Gli scienziati avevano finora ipotizzato che la scomparsa del mammut, del cavallo,  del castoro gigante, del bue muschiato, dell'orso arctodus e degli altri grandi mammiferi americani, più di 10.000 anni fa, dovesse essere attribuita alla caccia praticata dagli uomini per ragioni alimentari.

Un articolo del paleoecologista R. Dale Guthrie dell' University of Alaska, apparso nell'ultimo numero di "Nature" prova invece che quelle specie animali non sopravvissero ai cambiamenti del clima nella regione di Yukon, in cui vivevano, perchè non trovarono più foraggio adatto al loro apparato gastro -intestinale.

Quella regione dell'Alaska,  posta ai margini della calotta polare, aveva un clima secco, che favoriva la crescita di un foraggio povero. Gli animali estinti potevano mangiarne in gran quantità e digerirla rapidamente, perchè erano dotati di un'appendice dell'intestino grasso, che trasformava la cellulosa vegetale in zucchero, grazie alla ricca flora batterica.
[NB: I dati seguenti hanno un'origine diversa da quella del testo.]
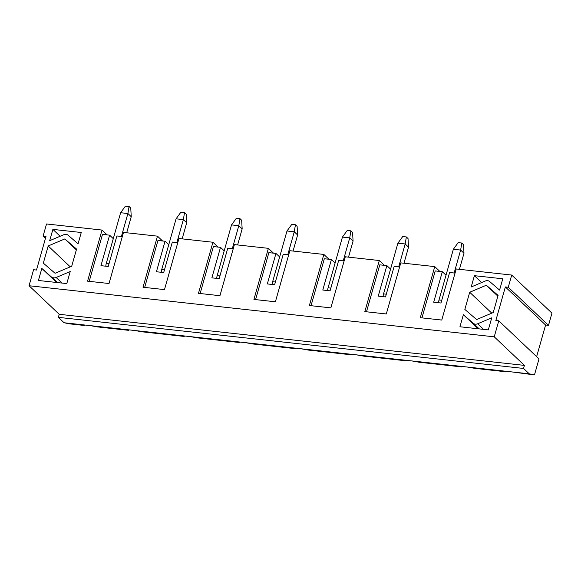 <?xml version="1.0" encoding="UTF-8"?>
<svg xmlns="http://www.w3.org/2000/svg" width="581" height="581" viewBox="0 0 581 581"><rect width="100%" height="100%" fill="white"/><g stroke="black" fill="none" stroke-linecap="round" stroke-linejoin="round"><path stroke-width="0.87" d="M454.139 273.005L460.631 250.07L461.808 243.032L463.485 244.623L463.987 253.243L460.631 250.07L453.354 249.271L458.169 242.633L461.808 243.032M463.987 253.243L459.433 269.315M438.546 302.745A6.224 2.927 -83.7 0 1 439.004 299.978L453.354 249.271M121.407 236.46L127.9 213.525L129.076 206.495L130.754 208.078L131.248 216.698L127.9 213.525L120.623 212.726L125.438 206.095L129.076 206.495M131.248 216.698L126.702 232.778M105.815 266.2A6.224 2.927 -83.7 0 1 106.272 263.44L120.623 212.726M176.864 242.553L183.356 219.618L184.533 212.581L186.203 214.171L186.704 222.792L183.356 219.618L176.072 218.819L180.894 212.181L184.533 212.581M186.704 222.792L182.158 238.864M161.271 272.293A6.224 2.927 -83.7 0 1 161.729 269.526L176.072 218.819M232.32 248.639L238.806 225.704L239.982 218.674L241.66 220.257L242.161 228.878L238.806 225.704L231.528 224.905L236.344 218.274L239.982 218.674M242.161 228.878L237.614 244.957M216.728 278.379A6.224 2.927 -83.7 0 1 217.178 275.619L231.528 224.905M287.777 254.732L294.262 231.797L295.438 224.767L297.116 226.35L297.617 234.971L294.262 231.797L286.985 230.998L291.8 224.368L295.438 224.767M297.617 234.971L293.071 251.043M272.184 284.472A6.224 2.927 -83.7 0 1 272.634 281.712L286.985 230.998M343.233 260.825L349.718 237.89L350.895 230.853L352.573 232.444L353.074 241.057L349.718 237.89L342.441 237.084L347.256 230.454L350.895 230.853M353.074 241.057L348.52 257.136M327.633 290.558A6.224 2.927 -83.7 0 1 328.091 287.798L342.441 237.084M398.682 266.911L405.175 243.976L406.351 236.946L408.029 238.53L408.53 247.15L405.175 243.976L397.898 243.178L402.713 236.547L406.351 236.946M408.53 247.15L403.977 263.229M383.09 296.651A6.224 2.927 -83.7 0 1 383.547 293.892L397.898 243.178M461.648 366.408L461.51 366.894L419.518 362.283L411.936 360.946L458.656 366.081L461.51 366.894M548.5 325.338L551.95 313.137L511.716 275.06L508.266 287.261L548.5 325.338L545.588 325.019L536.633 356.654M534.469 374.905L539.001 358.891L498.767 320.814L494.235 336.827L524.411 365.391L523.546 368.441L529.247 373.83L534.469 374.905L511.781 371.913L529.247 373.83M506.044 371.281L505.906 371.767L474.975 368.376L467.393 367.039L503.052 370.954L505.906 371.767M128.917 329.863L128.779 330.349L97.848 326.958L90.258 325.621L125.924 329.536L128.779 330.349M84.521 324.99L84.383 325.476L69.284 323.82L64.063 322.745L81.529 324.663L84.383 325.476M406.192 360.314L406.054 360.801L364.062 356.189L356.48 354.86L403.199 359.988L406.054 360.801M184.373 335.956L184.235 336.443L142.243 331.831L134.654 330.495L181.381 335.629L184.235 336.443M236.83 341.715L239.692 342.536L197.7 337.917L190.11 336.588L245.567 342.674L292.287 347.808L295.148 348.622L253.156 344.01L245.567 342.674M239.83 342.049L239.692 342.536M295.286 348.135L295.148 348.622M347.743 353.902L350.604 354.715L308.613 350.103L301.023 348.767L356.48 354.86M350.742 354.228L350.604 354.715M439.853 271.436L434.755 266.606L400.767 262.873L386.307 313.965L364.839 311.612L379.299 260.52L345.31 256.787L330.858 307.879L309.382 305.519L323.842 254.427L289.854 250.694L275.401 301.786L253.933 299.426L268.386 248.334L234.404 244.601L219.945 295.7L198.477 293.34L212.929 242.248L178.948 238.515L164.488 289.607L143.02 287.246L157.48 236.155L123.492 232.422L109.032 283.513L87.564 281.16L102.024 230.061L46.531 223.968L43.074 236.169L45.986 236.489L36.494 270.042L33.582 269.722L29.05 285.736L59.226 314.299L58.361 317.349L64.063 322.745M102.024 230.061L107.122 234.891M157.48 236.155L162.578 240.984M212.929 242.248L218.035 247.07M268.386 248.334L273.491 253.163M323.842 254.427L328.948 259.257M379.299 260.52L384.397 265.343M434.755 266.606L420.295 317.698L441.763 320.058L456.223 268.967L511.716 275.06M511.781 371.913L503.052 370.954M498.767 320.814L495.854 320.494L505.354 286.941L545.588 325.019M505.354 286.941L508.266 287.261M467.393 367.039L458.656 366.081M421.944 317.88L435.234 270.928L442.33 271.705L433.695 302.207L440.972 303.006L449.607 272.504L455.054 273.106M446.019 275.198L442.33 271.705M177.771 242.647L172.325 242.052L163.697 272.554L156.42 271.755L165.048 241.253L157.952 240.476L144.669 287.428M168.737 244.746L165.048 241.253M469.702 292.258L464.844 309.433L476.609 319.572L493.233 312.549L498.091 295.373L486.326 285.235L469.702 292.258L491.787 313.159M497.866 296.157L486.326 285.235M488.323 329.892L459.941 326.769L463.355 314.713L473.304 323.297A4.982 4.14 -46.6 0 0 477.669 323.777L491.737 317.829L488.323 329.892M478.214 328.781L463.355 314.713M502.783 278.793L474.394 275.677L471.198 286.978L485.266 281.03A4.982 4.14 133.4 0 1 489.63 281.509L499.58 290.093L502.783 278.793M481.664 282.555L474.394 275.677M29.05 285.736L494.235 336.827M51.782 276.999A4.982 4.14 -46.6 0 0 56.146 277.478L70.214 271.538L66.8 283.593L38.419 280.478L41.832 268.422L57.693 282.591M68.108 235.218L78.065 243.795L81.26 232.502L52.878 229.386L49.683 240.679L63.743 234.731A4.982 4.14 133.4 0 1 68.108 235.218M43.328 263.135L55.086 273.281L71.71 266.251L76.569 249.082L64.803 238.936L48.187 245.966L43.328 263.135M70.265 266.861L48.187 245.966M76.343 249.859L64.803 238.936M56.691 282.482L41.832 268.422M60.141 236.256L52.878 229.386M90.258 325.621L81.529 324.663M43.074 236.169L45.441 238.413M134.654 330.495L125.924 329.536M122.322 236.561L116.875 235.959L108.24 266.468L100.963 265.67L109.598 235.16L102.496 234.383L89.213 281.342M113.28 238.653L109.598 235.16M58.361 317.349L523.546 368.441M190.11 336.588L181.381 335.629M301.023 348.767L292.287 347.808M411.936 360.946L403.199 359.988M59.226 314.299L524.411 365.391M390.563 269.105L386.873 265.619L378.238 296.121L385.523 296.92L394.15 266.418L399.597 267.013M344.141 260.92L338.694 260.324L330.066 290.827L322.789 290.028L331.417 259.525L324.321 258.748L311.038 305.7M335.106 263.019L331.417 259.525M288.684 254.834L283.237 254.231L274.61 284.741L267.333 283.935L275.96 253.432L268.865 252.655L255.582 299.607M279.65 256.925L275.96 253.432M233.228 248.741L227.781 248.145L219.153 278.648L211.876 277.849L220.504 247.346L213.409 246.562L200.125 293.521M224.193 250.832L220.504 247.346M366.488 311.794L379.778 264.834L386.873 265.619M439.004 299.978L441.749 300.283M106.272 263.44L109.01 263.738M161.729 269.526L164.467 269.831M217.178 275.619L219.923 275.917M272.634 281.712L275.379 282.01M328.091 287.798L330.836 288.103M383.547 293.892L386.292 294.189M483.581 329.369L477.669 323.777M479.216 328.89L473.304 323.297M62.058 283.07L56.146 277.478"/></g></svg>
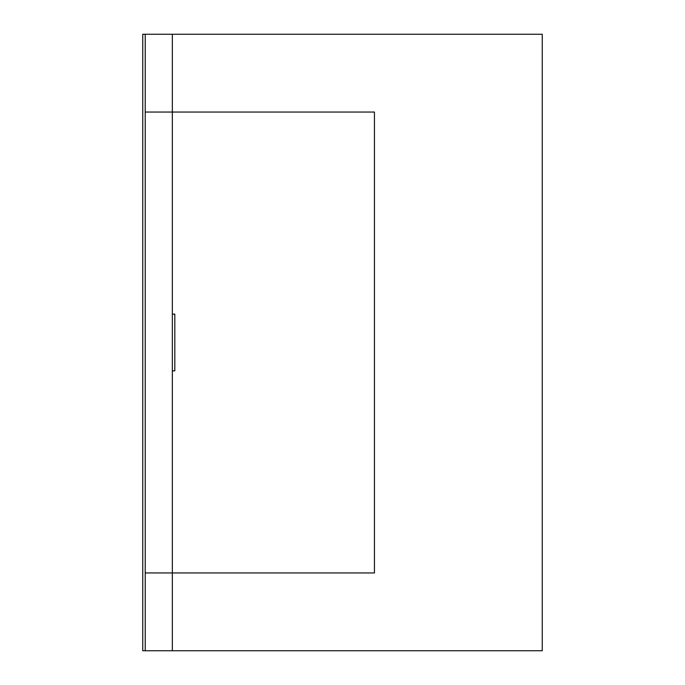 <?xml version="1.0" encoding="UTF-8"?>
<svg xmlns="http://www.w3.org/2000/svg" width="685" height="685" viewBox="0 0 685 685"><rect width="100%" height="100%" fill="white"/><g stroke="black" fill="none" stroke-linecap="round" stroke-linejoin="round"><path stroke-width="1.03" d="M172.346 34.25L172.346 650.75L145.22 650.75L145.22 34.25L145.22 650.75L142.754 650.75L142.754 34.25L172.346 34.25L172.346 314.141L174.812 314.141L174.812 370.859L172.346 370.859L172.346 650.75L542.246 650.75L542.246 34.25L172.346 34.25M174.812 370.859L174.812 314.141L172.346 314.141L172.346 370.859L174.812 370.859M145.22 112.049L145.22 572.951L374.438 572.951L374.438 112.049L145.22 112.049"/></g></svg>

L'articolo di Guthrie, intitolato "New carbon dates climatic change with human colonization and Pleistocene extinctions", è il frutto di un'analisi al carbonio di fossili animali, che ha permesso di assegnare date più precise all'esistenza di 600 specie.

Lo studio di laboratorio ha provato che gli animali estinti sono vissuti in Alaska e nel Canada settentrionale prima dell'arrivo dell'uomo e questa area geografica del mondo, in 3.000 anni, ha cambiato completamente clima e flora.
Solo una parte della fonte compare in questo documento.